07 July 2021 | News
Scientists have designed a Y15 peptide that displays a strong tendency to assemble in cellular environments during tissue engineering, wound healing, and vaccinations
Photo Credit: Tokyo Tech, Japan
Scientists at Tokyo Institute of Technology (Tokyo Tech) have set out to harness the potential of self-assembling peptides (SAPs) in intracellular spaces.
They present a de novo designed peptide, Y15, which displays a strong tendency to assemble in cellular environments. The addition of Y15-tagged bioactive proteins can functionalize these assemblies, enhancing their utility and relevance by leaps and bounds.
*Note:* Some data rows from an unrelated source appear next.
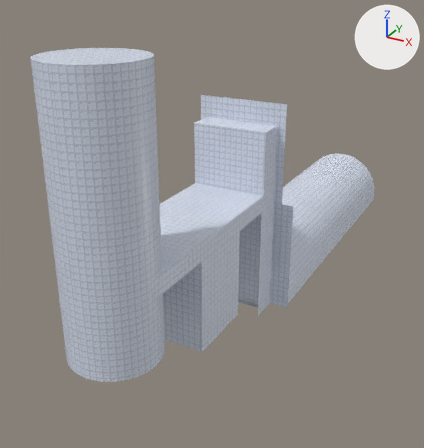
The glTF model assets/models-export/env/canals/act1_main_level.glb as it was, and as the next commit left it.
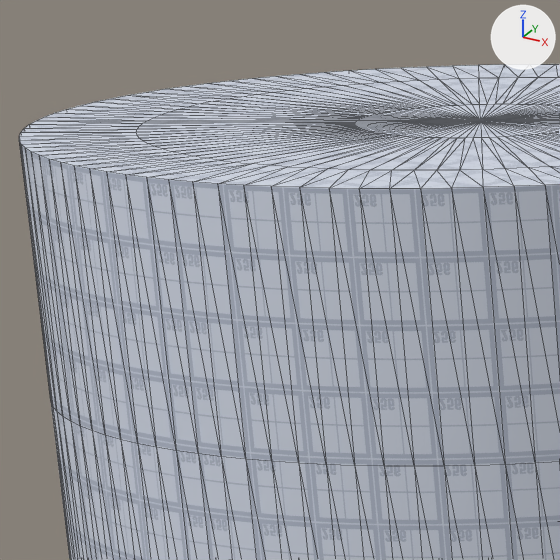
Old and new are each drawn whole from a 50 mm lens placed at (446.0, -1271.0, 602.0), pointed at (-62.0, -346.0, 140.0) and again close up on the part from 7% to 25% of the width and 9% to 26% of the height. Arrows for +X, +Y and +Z are at upper right; the lights stay in place. The close-ups show mesh edges as thin lines. Vertices at the same position are counted once.

Names of what the first close-up shows: 'uptube-col'.
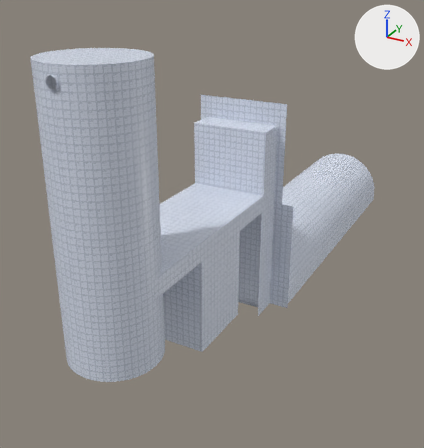
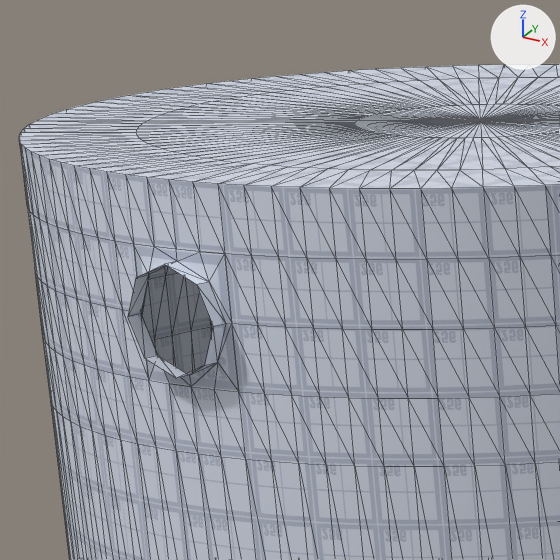
Changed parts and their boxes (x1, y1, x2, y2) in the close-ups (560 x 560 px):
'uptube-col.001', added
    after: (128, 244, 239, 392)
part 1 of me_cylinder, added
    after: (19, 141, 560, 466)

The change, as a diff of the scene's bpy script:
```diff
--- a/assets/models-export/env/canals/act1_main_level.glb.py
+++ b/assets/models-export/env/canals/act1_main_level.glb.py
@@ me_cylinder @@
 # used by ob_uptube_col; location = (0.0, 0.0, 0.0)
-me_cylinder.from_pydata(...)  # 1604 vertices, 3104 faces; spans x -68.0..68.0, y -805.0..-650.0, z 110.0..510.0
+me_cylinder.from_pydata(...)  # 1901 vertices, 3688 faces; spans x -68.0..68.0, y -805.0..-650.0, z 110.0..510.0
+# me_cylinder part 1: 297 vertices added at x -68.0..68.0, y -805.0..-669.0, z 481.0..500.0
 me_cylinder.materials.append(mat_mat_floor)
@@ me_tubemesh_001 @@
+me_tubemesh_001.from_pydata(...)  # 28 vertices, 36 faces; spans x -8.5..8.5, y -807.7..-804.5, z 480.9..500.2
+me_tubemesh_001.materials.append(mat_mat_floor)  # picture img_dev256
@@ ob_uptube_col_001 @@
+ob_uptube_col_001 = bpy.data.objects.new('uptube-col.001', me_tubemesh_001)
+ob_uptube_col_001.location = (0.0, 0.0, 0.0)
```
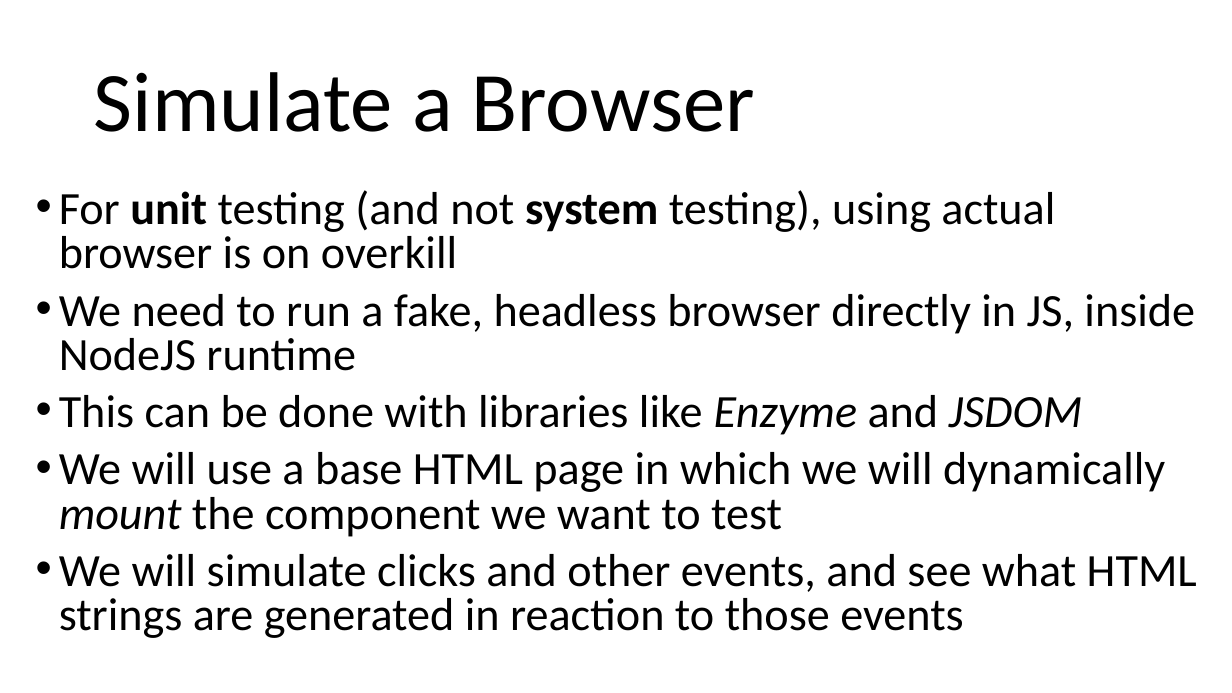
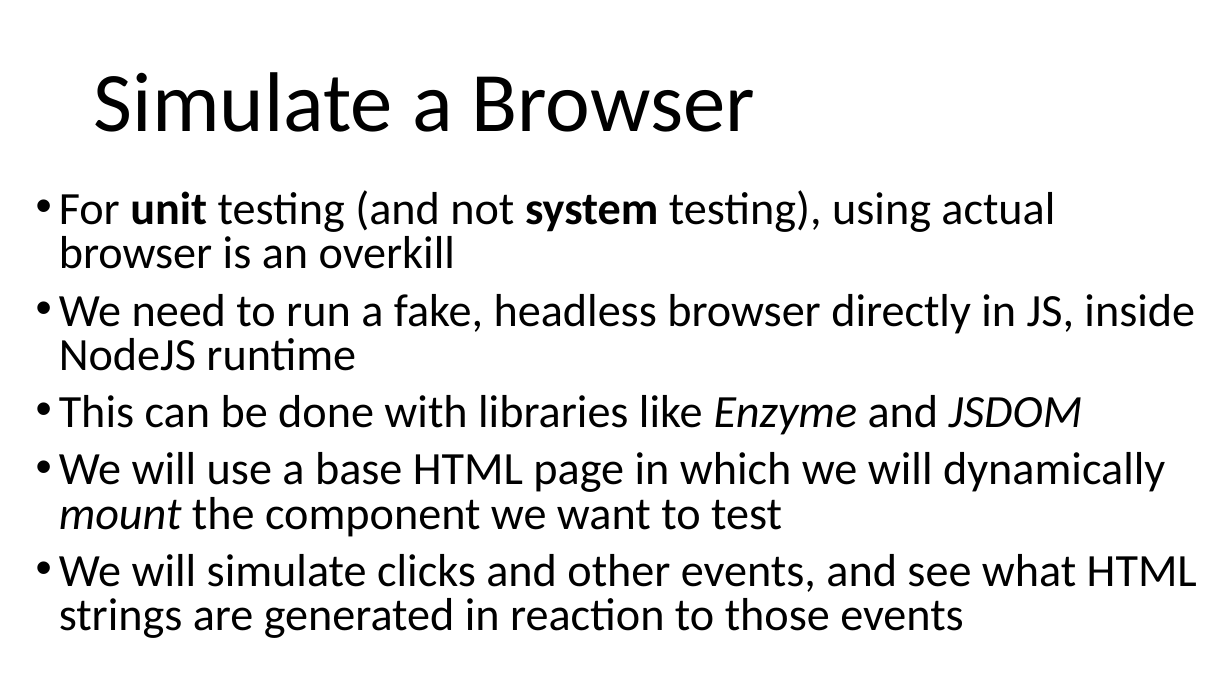
Before and after one commit to arcuri82/web_development_and_api_design, a slide deck: slide 9 of docs/slides/lesson_04.pptx. Drawn at 1232x693 pixels with LibreOffice and Linux fonts; fonts in the diff are those of the drawing. Boxes give left, top, right and bottom in pixels: in the first picture for what was removed or moved away, otherwise in the second. Text is boxed around its words. In the diff, an @@ line names an element or a change of style, - is before the commit and + after.

```diff
--- a/docs/slides/lesson_04.pptx
+++ b/docs/slides/lesson_04.pptx
@@ text at (59, 190, 1055, 269): text changed @@
-• For unit testing (and not system testing), using actual browser is on overkill
+• For unit testing (and not system testing), using actual browser is an overkill
```
Also in this commit, not shown: 2 other slides changed, 1 other file.

Biomaterials with structure and dynamic functionality are building blocks that have been explored for developing biomaterials by self-assembly, but SAPs have garnered special attention due to their tunability and potential use in various applications such as tissue engineering, wound healing, and vaccinations. Despite these benefits, the SAP-based approach is less explored in the intracellular context.
A team of scientists from the Tokyo Institute of Technology (Tokyo Tech), led by Assistant Prof. Takayuki Miki, have reported a de novo peptide, Y15, that readily forms secondary structures to enable bottom-up synthesis of functional protein assemblies in live cells. Their findings are published in Nature Communications. Assistant Prof. Miki explains, "The cell environment is a dense milieu in which macromolecules occupy a considerable volume; developing SAPs that interact in such a crude setting is difficult. Hence, we created a de novo peptide which shows a high propensity to assemble in intracellular spaces."
The scientists realized that Y15 could be a key motif in the formation of protein assemblies in a liquid solution. Furthermore, when Y15-sfGFPs were expressed in live cells, several tests corroborated the clustering of Y15-sfGFP in live cells, confirming that these peptides can facilitate protein assembly.
The researchers were also able to build artificial microscale structures by fusing Y15 to Azami-Green, a tetrameric fluorescent protein. Thus, Y15-based assemblies could be adorned with functional proteins as well.
Further, the researchers reconstructed Nck (an adaptor protein) clusters by incorporating Y15-tagged Nck into Y15-based supramolecules. This resulted in N-WASP (neural Wiskott-Aldrich syndrome protein)-mediated actin polymerization, which in turn plays an integral role in cell locomotion. The Y15-based assembly helped in evaluating the impact of Nck domain valency and density-dependency, hence serving as a platform for in-cell reconstitution studies.